■ Work order:
From the first line to the last, output the data exactly as it stands, minus its pictures.

[Data entries]

+===+

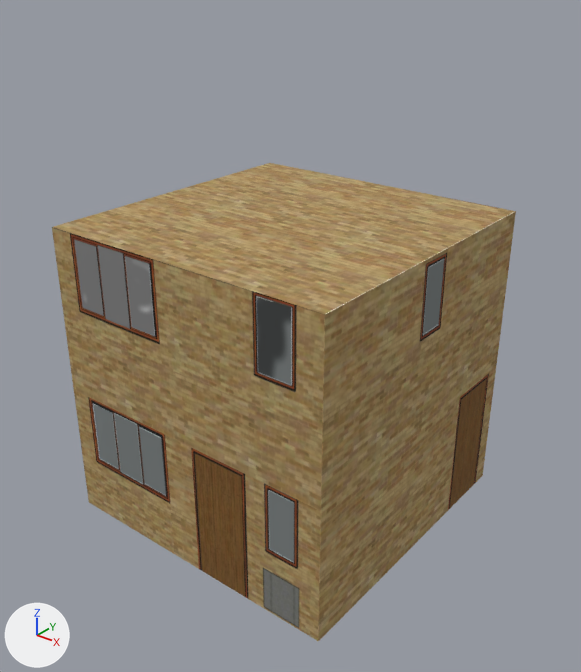
One commit to the OBJ model ProyectoFinal/ProyectoFinal/Models/Casa/Casa.obj: the scene before it, then after it.
One viewpoint serves both versions: a 50 mm camera at (1.472, -1.84, 1.746) aimed at (0.011, -0.014, 0.614). Every picture has the same lights, and +X, +Y and +Z are marked at lower left. Where no turn or scale is listed for an object, it has been applied to the vertices.

Names of what the first picture shows: 'Casa'.
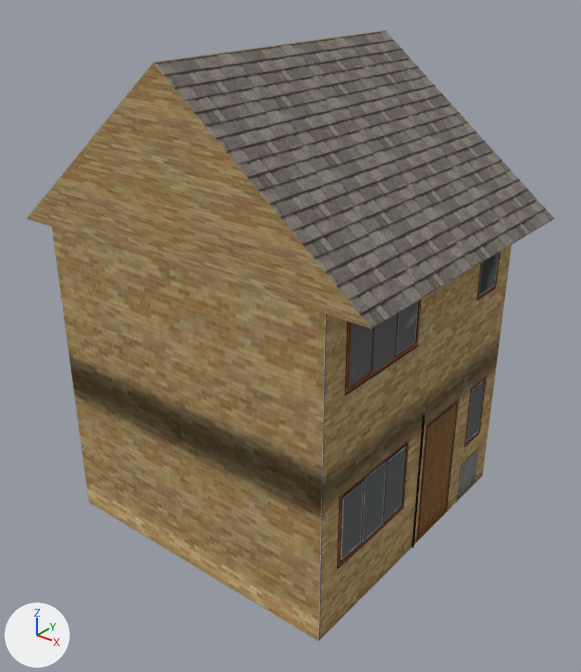
Boxes [x1, y1, x2, y2] around the edits, measured in the pictures (581 x 672 px):
'Casa', reshaped (14% wider, 28% taller)
    before: [52, 163, 516, 641]
    after: [27, 30, 554, 641]
part 1 of me_casa, added
    after: [27, 30, 554, 641]

Patch to the scene script:
```diff
--- a/ProyectoFinal/ProyectoFinal/Models/Casa/Casa.obj.py
+++ b/ProyectoFinal/ProyectoFinal/Models/Casa/Casa.obj.py
@@ me_casa @@
-me_casa.from_pydata(...)  # 8 vertices, 12 faces; spans x -0.5..0.5, y -0.5..0.5, z 0.0..1.0
-me_casa.materials.append(mat_casa_lambert2sg)  # picture img_casa_png
+me_casa.from_pydata(...)  # 4878 vertices, 4206 faces; spans x -0.625..0.625, y -0.5..0.625, z 0.0..1.501
+# me_casa part 1: 4870 vertices added at x -0.625..0.625, y -0.5..0.625, z 0.0..1.501
+me_casa.materials.append(mat_lambert50sg)  # picture img_piso_jpg
+me_casa.materials.append(mat_lambert49sg)  # picture img_piso_jpg
+me_casa.materials.append(mat_lambert33sg)  # picture img_puerta_png
+me_casa.materials.append(mat_lambert30sg)  # picture img_recibidor_jpg
+me_casa.materials.append(mat_lambert29sg)  # picture img_puerta_png
+me_casa.materials.append(mat_lambert22sg)  # picture img_puerta_png
+me_casa.materials.append(mat_initialshadinggroup)  # black #000000
+me_casa.materials.append(mat_lambert36sg)  # picture img_recibidor_jpg
+me_casa.materials.append(mat_lambert43sg)  # picture img_cuartoventana_png
+me_casa.materials.append(mat_lambert28sg)  # picture img_cocinaventana_png
+me_casa.materials.append(mat_lambert10sg)  # picture img_sala_png
+me_casa.materials.append(mat_lambert20sg)  # picture img_cocina_jpg
+me_casa.materials.append(mat_lambert35sg)  # picture img_cuarto_jpg
+me_casa.materials.append(mat_lambert31sg)  # picture img_recibidor_jpg
+me_casa.materials.append(mat_lambert12sg)  # picture img_sala_png
+me_casa.materials.append(mat_lambert19sg)  # picture img_comedor_jpg
+me_casa.materials.append(mat_lambert17sg)  # picture img_sala_png
+me_casa.materials.append(mat_lambert18sg)  # picture img_comedor_jpg
+me_casa.materials.append(mat_lambert21sg)  # picture img_cocina_jpg
+me_casa.materials.append(mat_lambert23sg)  # picture img_comedor_jpg
+me_casa.materials.append(mat_lambert26sg)  # picture img_cocina_jpg
+me_casa.materials.append(mat_lambert11sg)  # picture img_salaventana_png
+me_casa.materials.append(mat_lambert27sg)  # picture img_recibidor_jpg
+me_casa.materials.append(mat_lambert34sg)  # picture img_cuarto_jpg
+me_casa.materials.append(mat_lambert32sg)  # picture img_recibidor_jpg
+me_casa.materials.append(mat_lambert13sg)  # picture img_recibidor_jpg
+me_casa.materials.append(mat_lambert16sg)  # picture img_comedor_jpg
+me_casa.materials.append(mat_lambert25sg)  # picture img_puerta_png
+me_casa.materials.append(mat_lambert7sg)  # picture img_pared_png
+me_casa.materials.append(mat_lambert6sg)  # picture img_frente_png
+me_casa.materials.append(mat_lambert8sg)  # picture img_paredlateral_png
+me_casa.materials.append(mat_lambert9sg)  # picture img_paredtrasera_png
+me_casa.materials.append(mat_lambert15sg)  # picture img_puerta_png
+me_casa.materials.append(mat_lambert48sg)  # picture img_piso_jpg
+me_casa.materials.append(mat_lambert47sg)  # picture img_techofuera_png
+me_casa.materials.append(mat_lambert45sg)  # picture img_techo_jpg
+me_casa.materials.append(mat_lambert44sg)  # picture img_techo_jpg
+me_casa.materials.append(mat_lambert42sg)  # picture img_puerta_png
+me_casa.materials.append(mat_lambert41sg)  # picture img_puerta_png
+me_casa.materials.append(mat_lambert40sg)  # picture img_puerta_png
+me_casa.materials.append(mat_lambert39sg)  # picture img_puerta_png
+me_casa.materials.append(mat_lambert38sg)  # picture img_cuarto_jpg
+me_casa.materials.append(mat_lambert37sg)  # picture img_puerta_png
```
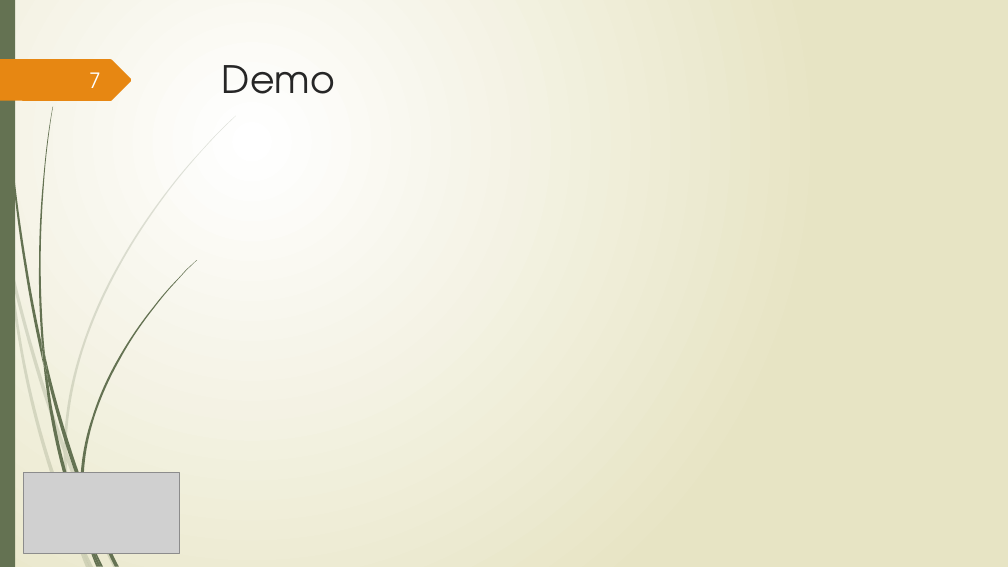
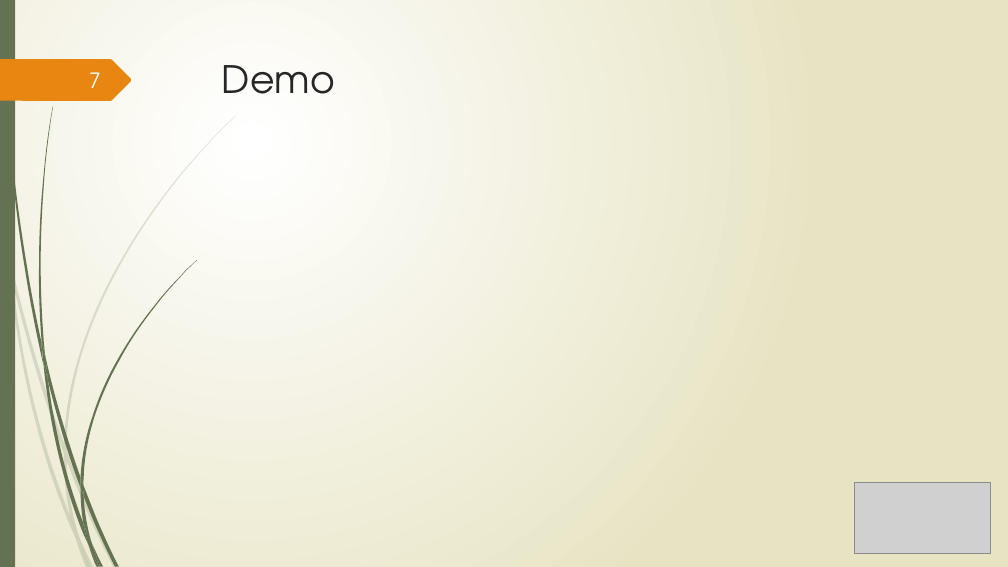
Before and after one commit to AlexandreTavernier/Boulderdash2, a slide deck: slide 7 of Boulder Dash Java Project.pptx. Drawn at 1008x567 pixels with LibreOffice and Linux fonts; fonts in the diff are those of the drawing; grey boxes stand for pictures. Boxes give left, top, right and bottom in pixels: in the first picture for what was removed or moved away, otherwise in the second. Text is boxed around its words. In the diff, an @@ line names an element or a change of style, - is before the commit and + after.

```diff
--- a/Boulder Dash Java Project.pptx
+++ b/Boulder Dash Java Project.pptx
@@ freeform shape added at (x1=80, y1=477, x2=83, y2=496), fill #647252 @@
@@ freeform shape added at (x1=80, y1=488, x2=91, y2=544), fill #647252 @@
@@ picture resized from (x1=23, y1=473, x2=179, y2=554) to (x1=855, y1=483, x2=991, y2=554) @@
```
Also in this commit, not shown: 7 other slides changed.

+===+

■ Solution for this exercise:
One commit to the OBJ model ProyectoFinal/ProyectoFinal/Models/Casa/Casa.obj: the scene before it, then after it.
One viewpoint serves both versions: a 50 mm camera at (1.472, -1.84, 1.746) aimed at (0.011, -0.014, 0.614). Every picture has the same lights, and +X, +Y and +Z are marked at lower left. Where no turn or scale is listed for an object, it has been applied to the vertices.

Names of what the first picture shows: 'Casa'.
Boxes [x1, y1, x2, y2] around the edits, measured in the pictures (581 x 672 px):
'Casa', reshaped (14% wider, 28% taller)
    before: [52, 163, 516, 641]
    after: [27, 30, 554, 641]
part 1 of me_casa, added
    after: [27, 30, 554, 641]

Patch to the scene script:
```diff
--- a/ProyectoFinal/ProyectoFinal/Models/Casa/Casa.obj.py
+++ b/ProyectoFinal/ProyectoFinal/Models/Casa/Casa.obj.py
@@ me_casa @@
-me_casa.from_pydata(...)  # 8 vertices, 12 faces; spans x -0.5..0.5, y -0.5..0.5, z 0.0..1.0
-me_casa.materials.append(mat_casa_lambert2sg)  # picture img_casa_png
+me_casa.from_pydata(...)  # 4878 vertices, 4206 faces; spans x -0.625..0.625, y -0.5..0.625, z 0.0..1.501
+# me_casa part 1: 4870 vertices added at x -0.625..0.625, y -0.5..0.625, z 0.0..1.501
+me_casa.materials.append(mat_lambert50sg)  # picture img_piso_jpg
+me_casa.materials.append(mat_lambert49sg)  # picture img_piso_jpg
+me_casa.materials.append(mat_lambert33sg)  # picture img_puerta_png
+me_casa.materials.append(mat_lambert30sg)  # picture img_recibidor_jpg
+me_casa.materials.append(mat_lambert29sg)  # picture img_puerta_png
+me_casa.materials.append(mat_lambert22sg)  # picture img_puerta_png
+me_casa.materials.append(mat_initialshadinggroup)  # black #000000
+me_casa.materials.append(mat_lambert36sg)  # picture img_recibidor_jpg
+me_casa.materials.append(mat_lambert43sg)  # picture img_cuartoventana_png
+me_casa.materials.append(mat_lambert28sg)  # picture img_cocinaventana_png
+me_casa.materials.append(mat_lambert10sg)  # picture img_sala_png
+me_casa.materials.append(mat_lambert20sg)  # picture img_cocina_jpg
+me_casa.materials.append(mat_lambert35sg)  # picture img_cuarto_jpg
+me_casa.materials.append(mat_lambert31sg)  # picture img_recibidor_jpg
+me_casa.materials.append(mat_lambert12sg)  # picture img_sala_png
+me_casa.materials.append(mat_lambert19sg)  # picture img_comedor_jpg
+me_casa.materials.append(mat_lambert17sg)  # picture img_sala_png
+me_casa.materials.append(mat_lambert18sg)  # picture img_comedor_jpg
+me_casa.materials.append(mat_lambert21sg)  # picture img_cocina_jpg
+me_casa.materials.append(mat_lambert23sg)  # picture img_comedor_jpg
+me_casa.materials.append(mat_lambert26sg)  # picture img_cocina_jpg
+me_casa.materials.append(mat_lambert11sg)  # picture img_salaventana_png
+me_casa.materials.append(mat_lambert27sg)  # picture img_recibidor_jpg
+me_casa.materials.append(mat_lambert34sg)  # picture img_cuarto_jpg
+me_casa.materials.append(mat_lambert32sg)  # picture img_recibidor_jpg
+me_casa.materials.append(mat_lambert13sg)  # picture img_recibidor_jpg
+me_casa.materials.append(mat_lambert16sg)  # picture img_comedor_jpg
+me_casa.materials.append(mat_lambert25sg)  # picture img_puerta_png
+me_casa.materials.append(mat_lambert7sg)  # picture img_pared_png
+me_casa.materials.append(mat_lambert6sg)  # picture img_frente_png
+me_casa.materials.append(mat_lambert8sg)  # picture img_paredlateral_png
+me_casa.materials.append(mat_lambert9sg)  # picture img_paredtrasera_png
+me_casa.materials.append(mat_lambert15sg)  # picture img_puerta_png
+me_casa.materials.append(mat_lambert48sg)  # picture img_piso_jpg
+me_casa.materials.append(mat_lambert47sg)  # picture img_techofuera_png
+me_casa.materials.append(mat_lambert45sg)  # picture img_techo_jpg
+me_casa.materials.append(mat_lambert44sg)  # picture img_techo_jpg
+me_casa.materials.append(mat_lambert42sg)  # picture img_puerta_png
+me_casa.materials.append(mat_lambert41sg)  # picture img_puerta_png
+me_casa.materials.append(mat_lambert40sg)  # picture img_puerta_png
+me_casa.materials.append(mat_lambert39sg)  # picture img_puerta_png
+me_casa.materials.append(mat_lambert38sg)  # picture img_cuarto_jpg
+me_casa.materials.append(mat_lambert37sg)  # picture img_puerta_png
```
Before and after one commit to AlexandreTavernier/Boulderdash2, a slide deck: slide 7 of Boulder Dash Java Project.pptx. Drawn at 1008x567 pixels with LibreOffice and Linux fonts; fonts in the diff are those of the drawing; grey boxes stand for pictures. Boxes give left, top, right and bottom in pixels: in the first picture for what was removed or moved away, otherwise in the second. Text is boxed around its words. In the diff, an @@ line names an element or a change of style, - is before the commit and + after.

```diff
--- a/Boulder Dash Java Project.pptx
+++ b/Boulder Dash Java Project.pptx
@@ freeform shape added at (x1=80, y1=477, x2=83, y2=496), fill #647252 @@
@@ freeform shape added at (x1=80, y1=488, x2=91, y2=544), fill #647252 @@
@@ picture resized from (x1=23, y1=473, x2=179, y2=554) to (x1=855, y1=483, x2=991, y2=554) @@
```
Also in this commit, not shown: 7 other slides changed.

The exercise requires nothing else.